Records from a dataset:

========================================================================

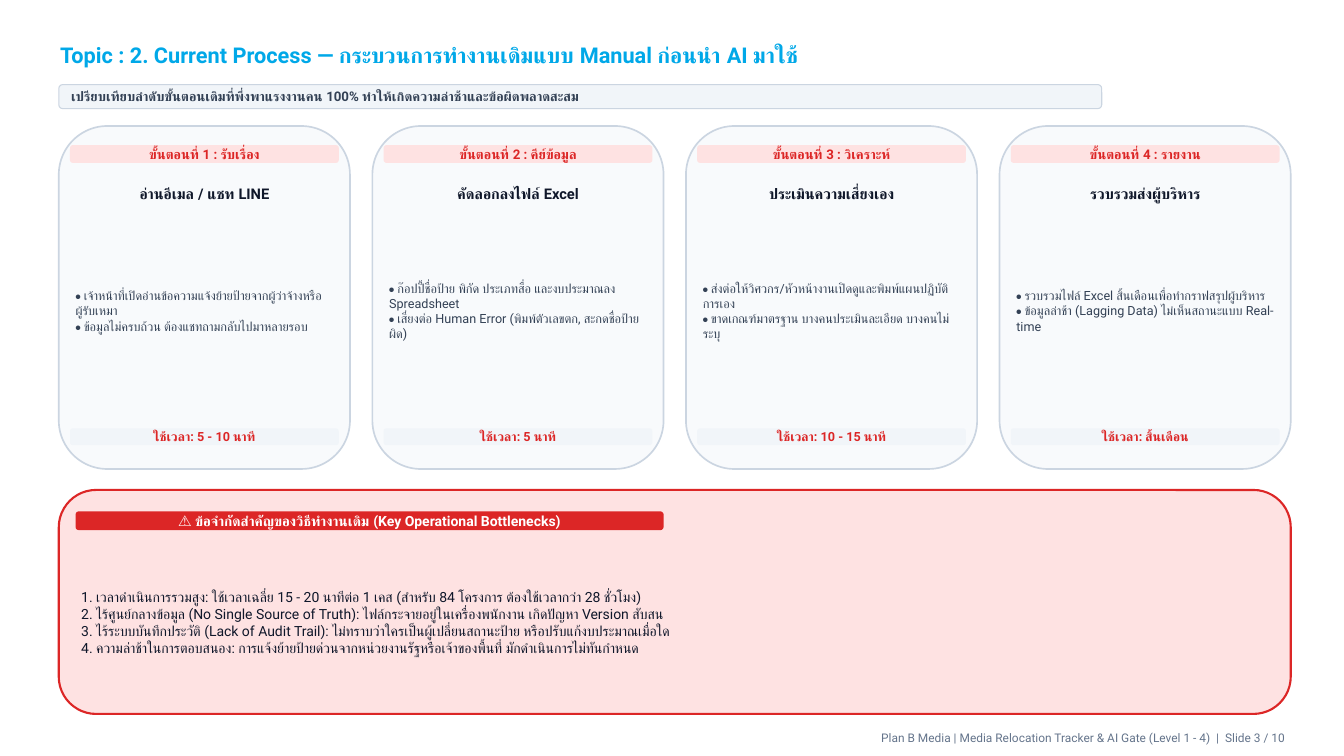
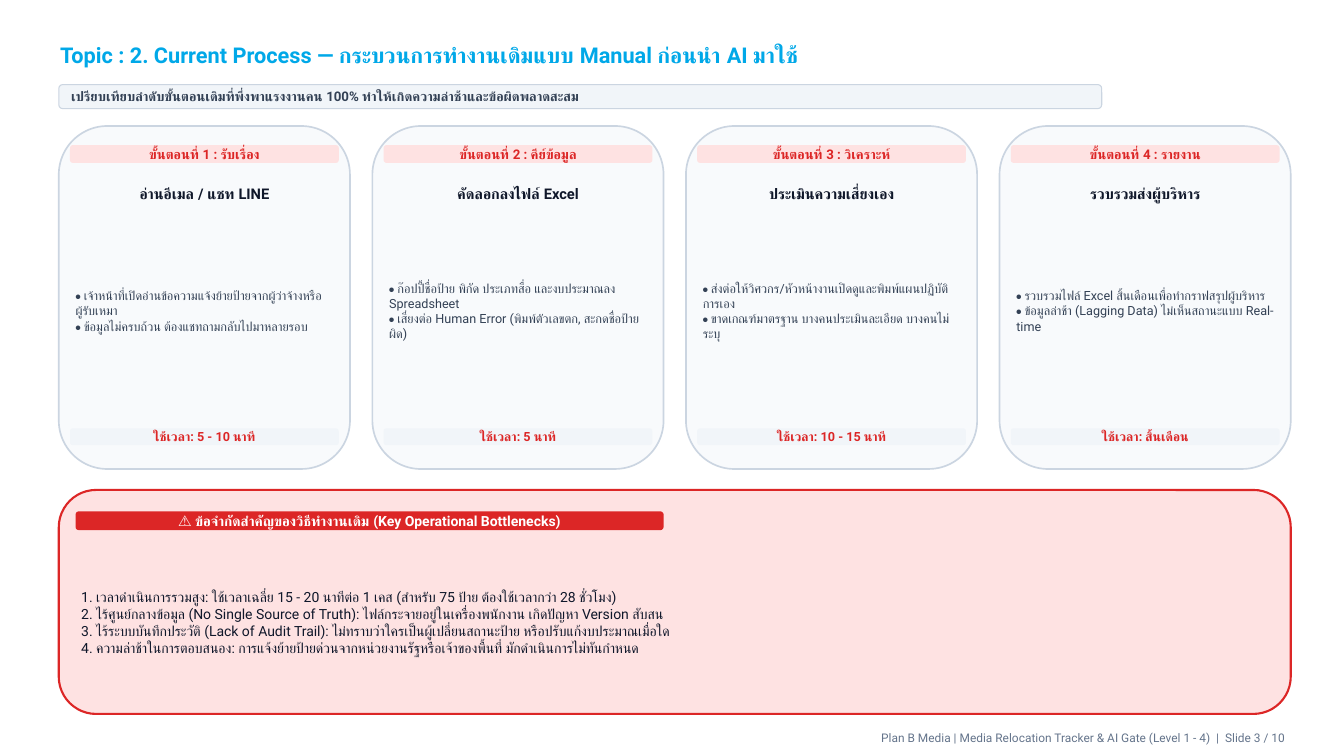
Before and after one commit to wasusangthong-sketch/media_relocation_dist, a slide deck: slide 3 of AI_Literacy_Gate_Level1_to_4_Presentation.pptx. Drawn at 1344x756 pixels with LibreOffice and Linux fonts; fonts in the diff are those of the drawing; background and template pictures are left out. Boxes give left, top, right and bottom in pixels: in the first picture for what was removed or moved away, otherwise in the second. Text is boxed around its words. In the diff, an @@ line names an element or a change of style, - is before the commit and + after.

```diff
--- a/AI_Literacy_Gate_Level1_to_4_Presentation.pptx
+++ b/AI_Literacy_Gate_Level1_to_4_Presentation.pptx
@@ text at [81, 591, 616, 607]: text changed @@
-1. เวลาดำเนินการรวมสูง: ใช้เวลาเฉลี่ย 15 - 20 นาทีต่อ 1 เคส (สำหรับ 84 โครงการ ต้องใช้เวลากว่า 28 ชั่วโมง)
+1. เวลาดำเนินการรวมสูง: ใช้เวลาเฉลี่ย 15 - 20 นาทีต่อ 1 เคส (สำหรับ 75 ป้าย ต้องใช้เวลากว่า 28 ชั่วโมง)
```
Also in this commit, not shown: 5 other slides changed, 4 other files.

========================================================================

Among the entries above, find every line holding "เวลาดำเน" and copy it.

• **Completed task**:
-1. เวลาดำเนินการรวมสูง: ใช้เวลาเฉลี่ย 15 - 20 นาทีต่อ 1 เคส (สำหรับ 84 โครงการ ต้องใช้เวลากว่า 28 ชั่วโมง)
+1. เวลาดำเนินการรวมสูง: ใช้เวลาเฉลี่ย 15 - 20 นาทีต่อ 1 เคส (สำหรับ 75 ป้าย ต้องใช้เวลากว่า 28 ชั่วโมง)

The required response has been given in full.